The headline is paraphrased but just barely.
The Supreme Court is hearing oral arguments that could decide the fate of affirmative action in America and, in a development that will surprise very few of you, Justice Antonin Scalia reportedly shared a few deeply racist thoughts in the court room.
Referencing an unidentified amicus brief, Scalia said that there were people who would contend "that it does not benefit African-Americans" who don't do well in the schools that accept them under affirmative action, and that those students would be better off in the less advanced schools that they would have otherwise gone to.
He argued that "most of the black scientists in this country do not come from the most advanced schools" and that they benefit from a "slower track."
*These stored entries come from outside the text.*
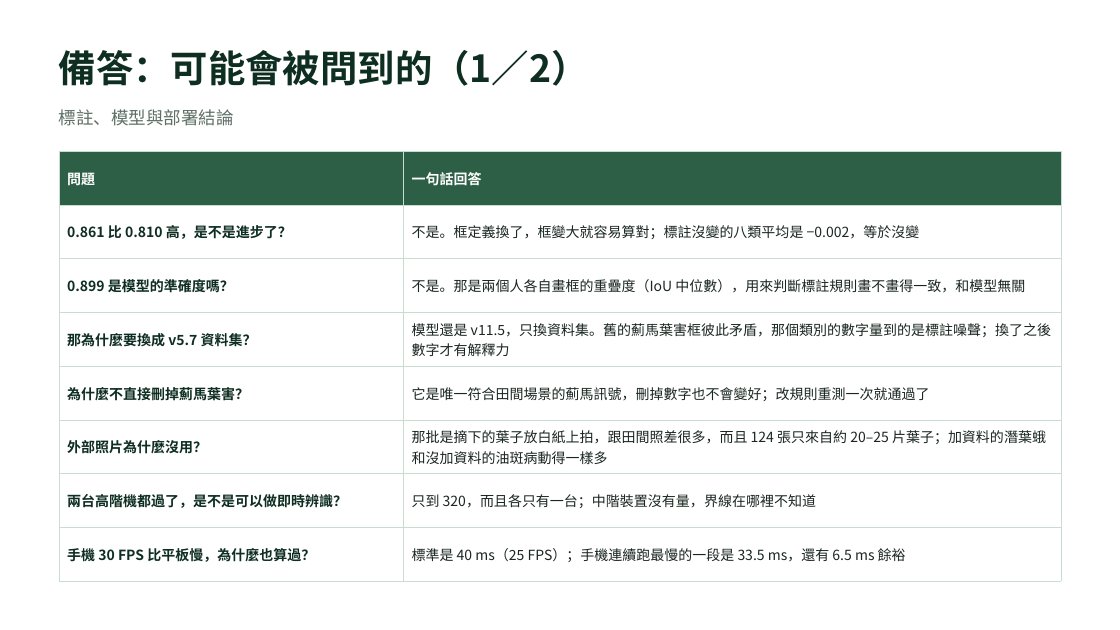
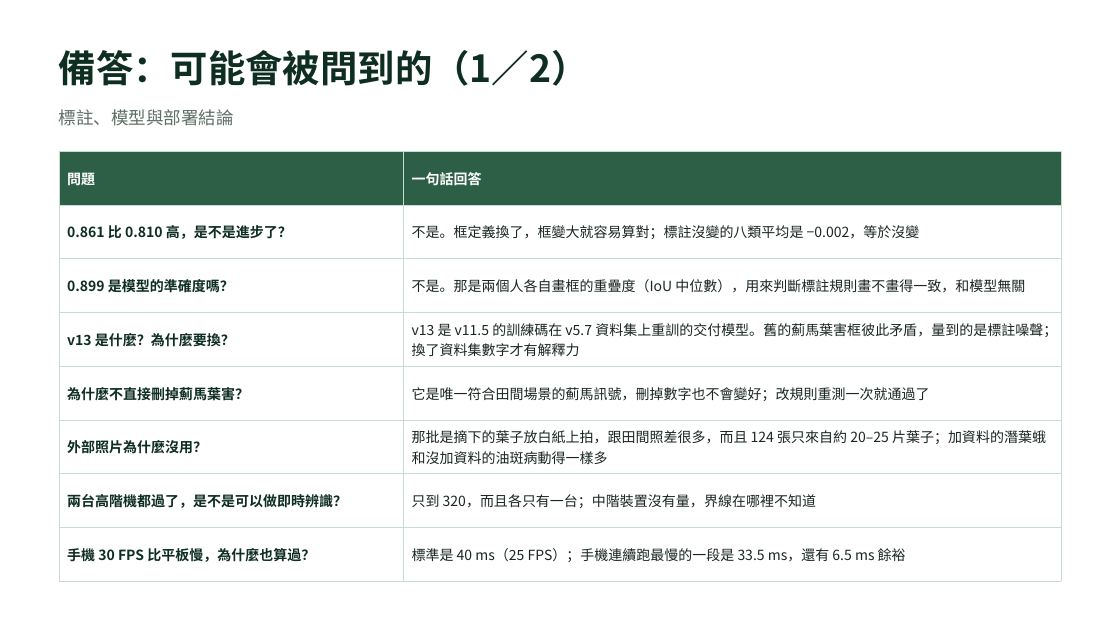
Before and after one commit to OneLeaf-dx/detection, a slide deck: slide 18 of docs/v12.3_簡報_口頭報告.pptx. Drawn at 1120x630 pixels with LibreOffice and Linux fonts; fonts in the diff are those of the drawing. Boxes give left, top, right and bottom in pixels: in the first picture for what was removed or moved away, otherwise in the second. Text is boxed around its words. In the diff, an @@ line names an element or a change of style, - is before the commit and + after.

```diff
--- a/docs/v12.3_簡報_口頭報告.pptx
+++ b/docs/v12.3_簡報_口頭報告.pptx
@@ table at (x1=59, y1=151, x2=1061, y2=566) @@
-row 4, column 1: 那為什麼要換成 v5.7 資料集？
+row 4, column 1: v13 是什麼？為什麼要換？
-row 4, column 2: 模型還是 v11.5，只換資料集。舊的薊馬葉害框彼此矛盾，那個類別的數字量到的是標註噪聲；換了之後數字才有解釋力
+row 4, column 2: v13 是 v11.5 的訓練碼在 v5.7 資料集上重訓的交付模型。舊的薊馬葉害框彼此矛盾，量到的是標註噪聲；換了資料集數字才有解釋力
```
Also in this commit, not shown: 7 other slides changed, 12 other files.

"They're being pushed into schools that are too advanced for them," Scalia said of minority students accepted under affirmative action programs.
When the Supreme Court struck down portions of the Voting Rights Act we were assured that racism is over but Justice Scalia is living proof that it isn't.
The case against affirmative action was filed by a white woman who was denied admission to the University of Texas at Austin. The idea is that she was denied admission because affirmative action dictated that a slot she could have filled was occupied by a undeserving minority student, but the truth is she wouldn't have qualified even if she personally benefited from affirmative action.
Fisher failed to graduate in the top 10 percent of her class, meaning she had to compete for the limited number of spaces up for grabs.
She and other applicants who did not make the cut were evaluated based on two scores. One allotted points for grades and test scores. The other, called a personal achievement index, awarded points for two required essays, leadership, activities, service and "special circumstances." Those included socioeconomic status of the student or the student's school, coming from a home with a single parent or one where English wasn't spoken. And race.
Those two scores, combined, determine admission.
Even among those students, Fisher did not particularly stand out. Court records show her grade point average (3.59) and SAT scores (1180 out of 1600) were good but not great for the highly selective flagship university. The school's rejection rate that year for the remaining 841 openings was higher than the turn-down rate for students trying to get into Harvard.
As a result, university officials claim in court filings that even if Fisher received points for her race and every other personal achievement factor, the letter she received in the mail still would have said no.
The entire case is a farce, but I suppose that shouldn't come as a surprise. The latest case against Obamacare was predicated on the idea that a single word in a single sentence nullified a significant portion of the law.
Justice Scalia singled out black students in his remarks, but affirmative action applies to all minorities and disadvantaged groups. Ending it could have far-reaching consequences.